- Location of Montrevault
- Montrevault Montrevault
- Coordinates: 47°15′44″N 1°02′39″W﻿ / ﻿47.2622°N 1.0442°W
- Country: France
- Region: Pays de la Loire
- Department: Maine-et-Loire
- Arrondissement: Cholet
- Canton: Beaupréau
- Commune: Montrevault-sur-Èvre
- Area^{1}: 2.66 km^{2} (1.03 sq mi)
- Population (2022): 1,197
- • Density: 450/km^{2} (1,200/sq mi)
- Demonym(s): Montrebellien, Montrebellienne
- Time zone: UTC+01:00 (CET)
- • Summer (DST): UTC+02:00 (CEST)
- Postal code: 49110
- Elevation: 23–106 m (75–348 ft) (avg. 31 m or 102 ft)

= Montrevault =

Commune in Maine-et-Loire, France

Montrevault (/fr/) is a former commune in the Maine-et-Loire department in western France.
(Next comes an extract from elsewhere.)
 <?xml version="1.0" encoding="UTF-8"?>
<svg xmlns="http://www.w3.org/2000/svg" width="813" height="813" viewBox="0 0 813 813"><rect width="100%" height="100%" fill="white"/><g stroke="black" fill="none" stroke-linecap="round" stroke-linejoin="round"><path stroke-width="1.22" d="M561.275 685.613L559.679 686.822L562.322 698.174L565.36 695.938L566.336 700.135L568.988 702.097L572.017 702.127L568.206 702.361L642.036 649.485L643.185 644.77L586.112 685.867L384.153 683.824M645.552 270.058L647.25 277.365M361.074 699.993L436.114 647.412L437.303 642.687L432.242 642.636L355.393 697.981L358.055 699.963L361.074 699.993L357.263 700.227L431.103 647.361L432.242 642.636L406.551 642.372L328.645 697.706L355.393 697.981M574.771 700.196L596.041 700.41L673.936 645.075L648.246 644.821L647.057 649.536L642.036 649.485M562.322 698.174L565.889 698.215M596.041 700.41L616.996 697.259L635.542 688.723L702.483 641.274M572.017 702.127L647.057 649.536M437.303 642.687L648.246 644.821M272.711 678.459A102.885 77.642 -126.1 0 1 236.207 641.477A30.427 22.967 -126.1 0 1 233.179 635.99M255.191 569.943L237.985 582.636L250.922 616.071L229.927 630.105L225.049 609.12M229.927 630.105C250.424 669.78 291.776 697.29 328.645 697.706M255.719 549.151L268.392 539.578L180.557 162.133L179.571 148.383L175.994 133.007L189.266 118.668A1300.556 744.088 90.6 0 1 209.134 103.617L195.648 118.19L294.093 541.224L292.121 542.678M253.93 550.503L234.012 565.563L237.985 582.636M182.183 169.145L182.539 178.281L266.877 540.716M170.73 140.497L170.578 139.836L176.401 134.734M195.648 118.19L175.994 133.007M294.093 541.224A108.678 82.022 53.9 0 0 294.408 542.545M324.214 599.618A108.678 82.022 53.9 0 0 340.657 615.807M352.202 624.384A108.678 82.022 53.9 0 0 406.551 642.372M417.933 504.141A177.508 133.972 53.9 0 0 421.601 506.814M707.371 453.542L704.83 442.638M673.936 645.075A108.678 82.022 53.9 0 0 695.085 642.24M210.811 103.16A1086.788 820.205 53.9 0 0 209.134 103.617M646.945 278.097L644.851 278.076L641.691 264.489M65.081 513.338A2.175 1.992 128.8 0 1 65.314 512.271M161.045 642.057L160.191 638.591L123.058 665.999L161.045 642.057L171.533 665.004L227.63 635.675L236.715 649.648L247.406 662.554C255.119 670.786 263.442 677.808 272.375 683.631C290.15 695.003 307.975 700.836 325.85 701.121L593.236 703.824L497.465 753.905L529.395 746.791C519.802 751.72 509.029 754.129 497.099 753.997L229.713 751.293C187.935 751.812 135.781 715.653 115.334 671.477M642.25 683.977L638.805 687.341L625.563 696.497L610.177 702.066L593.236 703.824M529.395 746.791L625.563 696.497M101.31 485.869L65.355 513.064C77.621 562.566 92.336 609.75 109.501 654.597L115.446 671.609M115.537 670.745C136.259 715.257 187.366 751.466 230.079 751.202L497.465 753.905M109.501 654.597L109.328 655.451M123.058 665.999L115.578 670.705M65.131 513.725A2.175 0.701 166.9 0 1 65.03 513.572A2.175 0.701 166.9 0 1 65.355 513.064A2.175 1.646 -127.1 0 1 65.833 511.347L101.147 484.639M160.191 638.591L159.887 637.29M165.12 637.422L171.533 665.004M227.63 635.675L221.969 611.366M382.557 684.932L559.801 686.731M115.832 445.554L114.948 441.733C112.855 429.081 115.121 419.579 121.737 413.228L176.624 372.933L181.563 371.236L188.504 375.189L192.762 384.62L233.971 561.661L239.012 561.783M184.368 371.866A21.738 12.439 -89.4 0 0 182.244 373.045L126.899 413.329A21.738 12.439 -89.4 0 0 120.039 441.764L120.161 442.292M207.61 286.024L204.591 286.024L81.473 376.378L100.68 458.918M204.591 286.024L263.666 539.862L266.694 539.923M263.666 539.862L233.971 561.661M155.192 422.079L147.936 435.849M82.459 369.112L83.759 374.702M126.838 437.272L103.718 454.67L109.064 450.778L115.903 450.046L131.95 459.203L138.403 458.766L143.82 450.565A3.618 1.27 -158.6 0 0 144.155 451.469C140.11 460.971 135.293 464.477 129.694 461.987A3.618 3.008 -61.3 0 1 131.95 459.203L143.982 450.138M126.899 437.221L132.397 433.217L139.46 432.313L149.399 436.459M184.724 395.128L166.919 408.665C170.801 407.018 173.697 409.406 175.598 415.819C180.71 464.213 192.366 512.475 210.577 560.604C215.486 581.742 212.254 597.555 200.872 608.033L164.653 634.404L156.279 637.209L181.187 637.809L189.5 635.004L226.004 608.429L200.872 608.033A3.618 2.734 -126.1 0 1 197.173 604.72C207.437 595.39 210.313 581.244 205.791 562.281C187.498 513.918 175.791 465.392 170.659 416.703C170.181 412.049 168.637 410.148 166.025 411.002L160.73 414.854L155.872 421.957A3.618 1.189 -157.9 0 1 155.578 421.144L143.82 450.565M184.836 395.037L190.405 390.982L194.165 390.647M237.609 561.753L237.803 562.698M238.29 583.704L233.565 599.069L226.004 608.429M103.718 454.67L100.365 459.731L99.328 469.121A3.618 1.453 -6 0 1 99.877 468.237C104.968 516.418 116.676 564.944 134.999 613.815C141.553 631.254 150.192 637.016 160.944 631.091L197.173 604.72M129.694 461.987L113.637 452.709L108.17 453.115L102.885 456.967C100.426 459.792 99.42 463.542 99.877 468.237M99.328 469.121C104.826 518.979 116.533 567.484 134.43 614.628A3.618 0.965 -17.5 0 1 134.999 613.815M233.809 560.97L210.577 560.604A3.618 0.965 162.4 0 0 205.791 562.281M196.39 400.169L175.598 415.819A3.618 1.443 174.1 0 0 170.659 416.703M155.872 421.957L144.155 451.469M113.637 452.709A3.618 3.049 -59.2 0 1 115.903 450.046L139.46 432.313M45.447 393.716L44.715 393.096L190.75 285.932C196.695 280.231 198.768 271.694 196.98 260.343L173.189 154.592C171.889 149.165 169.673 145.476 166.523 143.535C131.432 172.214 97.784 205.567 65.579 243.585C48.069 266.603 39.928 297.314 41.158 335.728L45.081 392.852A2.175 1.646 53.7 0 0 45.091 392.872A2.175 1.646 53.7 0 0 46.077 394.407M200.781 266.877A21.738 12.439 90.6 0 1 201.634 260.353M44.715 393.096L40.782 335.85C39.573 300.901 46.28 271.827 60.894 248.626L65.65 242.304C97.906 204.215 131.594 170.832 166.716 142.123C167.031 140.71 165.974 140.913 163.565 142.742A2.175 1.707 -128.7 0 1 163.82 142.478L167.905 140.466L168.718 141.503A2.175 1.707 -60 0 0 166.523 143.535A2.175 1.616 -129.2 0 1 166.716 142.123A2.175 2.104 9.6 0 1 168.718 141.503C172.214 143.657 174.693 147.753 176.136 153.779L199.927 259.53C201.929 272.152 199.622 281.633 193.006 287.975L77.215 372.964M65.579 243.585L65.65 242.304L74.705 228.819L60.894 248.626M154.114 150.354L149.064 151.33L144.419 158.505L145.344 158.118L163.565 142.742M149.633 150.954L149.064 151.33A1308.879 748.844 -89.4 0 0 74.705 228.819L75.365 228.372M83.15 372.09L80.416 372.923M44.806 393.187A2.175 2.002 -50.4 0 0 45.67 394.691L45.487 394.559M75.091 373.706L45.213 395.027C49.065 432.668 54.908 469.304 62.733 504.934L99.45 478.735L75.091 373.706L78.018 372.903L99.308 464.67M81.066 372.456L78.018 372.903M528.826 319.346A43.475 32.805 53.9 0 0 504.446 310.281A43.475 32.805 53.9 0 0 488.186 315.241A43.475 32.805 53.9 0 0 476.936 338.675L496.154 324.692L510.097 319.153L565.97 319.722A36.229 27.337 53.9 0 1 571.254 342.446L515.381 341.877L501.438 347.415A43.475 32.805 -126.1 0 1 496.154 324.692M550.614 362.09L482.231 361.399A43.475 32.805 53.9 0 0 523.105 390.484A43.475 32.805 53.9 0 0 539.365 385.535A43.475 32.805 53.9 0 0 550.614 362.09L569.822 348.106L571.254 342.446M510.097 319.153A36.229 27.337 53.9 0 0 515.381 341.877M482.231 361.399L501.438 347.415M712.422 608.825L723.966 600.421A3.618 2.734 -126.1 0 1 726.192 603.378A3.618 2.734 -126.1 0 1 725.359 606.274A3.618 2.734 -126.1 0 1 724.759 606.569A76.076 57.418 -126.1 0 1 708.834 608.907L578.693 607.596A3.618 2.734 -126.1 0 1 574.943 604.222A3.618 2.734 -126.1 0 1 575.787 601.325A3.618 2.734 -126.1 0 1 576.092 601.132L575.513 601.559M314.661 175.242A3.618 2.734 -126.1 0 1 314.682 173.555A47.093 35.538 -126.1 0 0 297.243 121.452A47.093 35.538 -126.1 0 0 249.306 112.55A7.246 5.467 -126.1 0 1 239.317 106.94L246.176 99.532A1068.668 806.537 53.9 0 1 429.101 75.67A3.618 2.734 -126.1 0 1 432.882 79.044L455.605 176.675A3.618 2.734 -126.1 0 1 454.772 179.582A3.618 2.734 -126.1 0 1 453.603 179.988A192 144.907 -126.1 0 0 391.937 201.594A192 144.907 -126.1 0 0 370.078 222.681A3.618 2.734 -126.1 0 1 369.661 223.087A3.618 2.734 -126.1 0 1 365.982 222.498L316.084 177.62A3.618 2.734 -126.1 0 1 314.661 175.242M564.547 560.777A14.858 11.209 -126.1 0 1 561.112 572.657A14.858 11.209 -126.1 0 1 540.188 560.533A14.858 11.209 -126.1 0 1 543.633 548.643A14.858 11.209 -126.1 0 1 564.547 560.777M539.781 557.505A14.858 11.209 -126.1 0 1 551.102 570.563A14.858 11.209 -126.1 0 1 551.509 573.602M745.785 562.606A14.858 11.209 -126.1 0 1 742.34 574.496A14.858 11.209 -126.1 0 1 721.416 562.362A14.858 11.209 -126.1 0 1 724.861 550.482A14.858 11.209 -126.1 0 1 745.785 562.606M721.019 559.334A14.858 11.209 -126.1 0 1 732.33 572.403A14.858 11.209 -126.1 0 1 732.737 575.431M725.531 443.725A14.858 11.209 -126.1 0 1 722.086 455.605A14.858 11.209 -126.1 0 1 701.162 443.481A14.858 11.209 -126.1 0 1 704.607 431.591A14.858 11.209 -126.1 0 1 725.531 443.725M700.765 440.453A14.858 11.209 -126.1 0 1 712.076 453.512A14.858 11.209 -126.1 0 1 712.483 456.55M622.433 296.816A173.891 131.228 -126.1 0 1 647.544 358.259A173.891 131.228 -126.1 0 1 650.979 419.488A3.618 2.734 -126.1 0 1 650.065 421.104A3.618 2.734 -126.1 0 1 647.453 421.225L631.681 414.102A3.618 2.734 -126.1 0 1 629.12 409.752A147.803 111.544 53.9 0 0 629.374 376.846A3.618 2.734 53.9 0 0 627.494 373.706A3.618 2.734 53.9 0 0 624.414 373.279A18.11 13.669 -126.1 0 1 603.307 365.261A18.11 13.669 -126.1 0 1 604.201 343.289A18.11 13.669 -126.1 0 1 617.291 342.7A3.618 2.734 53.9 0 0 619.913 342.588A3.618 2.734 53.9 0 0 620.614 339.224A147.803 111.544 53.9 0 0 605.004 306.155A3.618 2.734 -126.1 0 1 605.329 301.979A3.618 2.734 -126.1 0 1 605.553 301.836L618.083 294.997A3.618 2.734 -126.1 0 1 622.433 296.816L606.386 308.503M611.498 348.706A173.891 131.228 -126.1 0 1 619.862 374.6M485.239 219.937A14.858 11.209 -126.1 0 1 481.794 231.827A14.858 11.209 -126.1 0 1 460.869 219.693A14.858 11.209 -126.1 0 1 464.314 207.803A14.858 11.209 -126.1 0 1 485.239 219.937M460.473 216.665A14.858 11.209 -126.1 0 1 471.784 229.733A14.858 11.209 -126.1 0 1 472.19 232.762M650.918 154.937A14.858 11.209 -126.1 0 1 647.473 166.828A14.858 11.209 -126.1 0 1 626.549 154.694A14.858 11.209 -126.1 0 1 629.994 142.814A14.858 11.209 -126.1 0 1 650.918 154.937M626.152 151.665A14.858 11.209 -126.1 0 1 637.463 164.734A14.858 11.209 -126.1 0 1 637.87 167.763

It is the seat of the commune of Montrevault-sur-Èvre.

==Geography==
The commune is traversed by the Èvre river.

== History ==
On 15 December 2015, La Boissière-sur-Èvre, Chaudron-en-Mauges, La Chaussaire, Le Fief-Sauvin, Le Fuilet, Montrevault, Le Puiset-Doré, Saint-Pierre-Montlimart, Saint-Quentin-en-Mauges, Saint-Rémy-en-Mauges and La Salle-et-Chapelle-Aubry merged becoming one commune called Montrevault-sur-Èvre.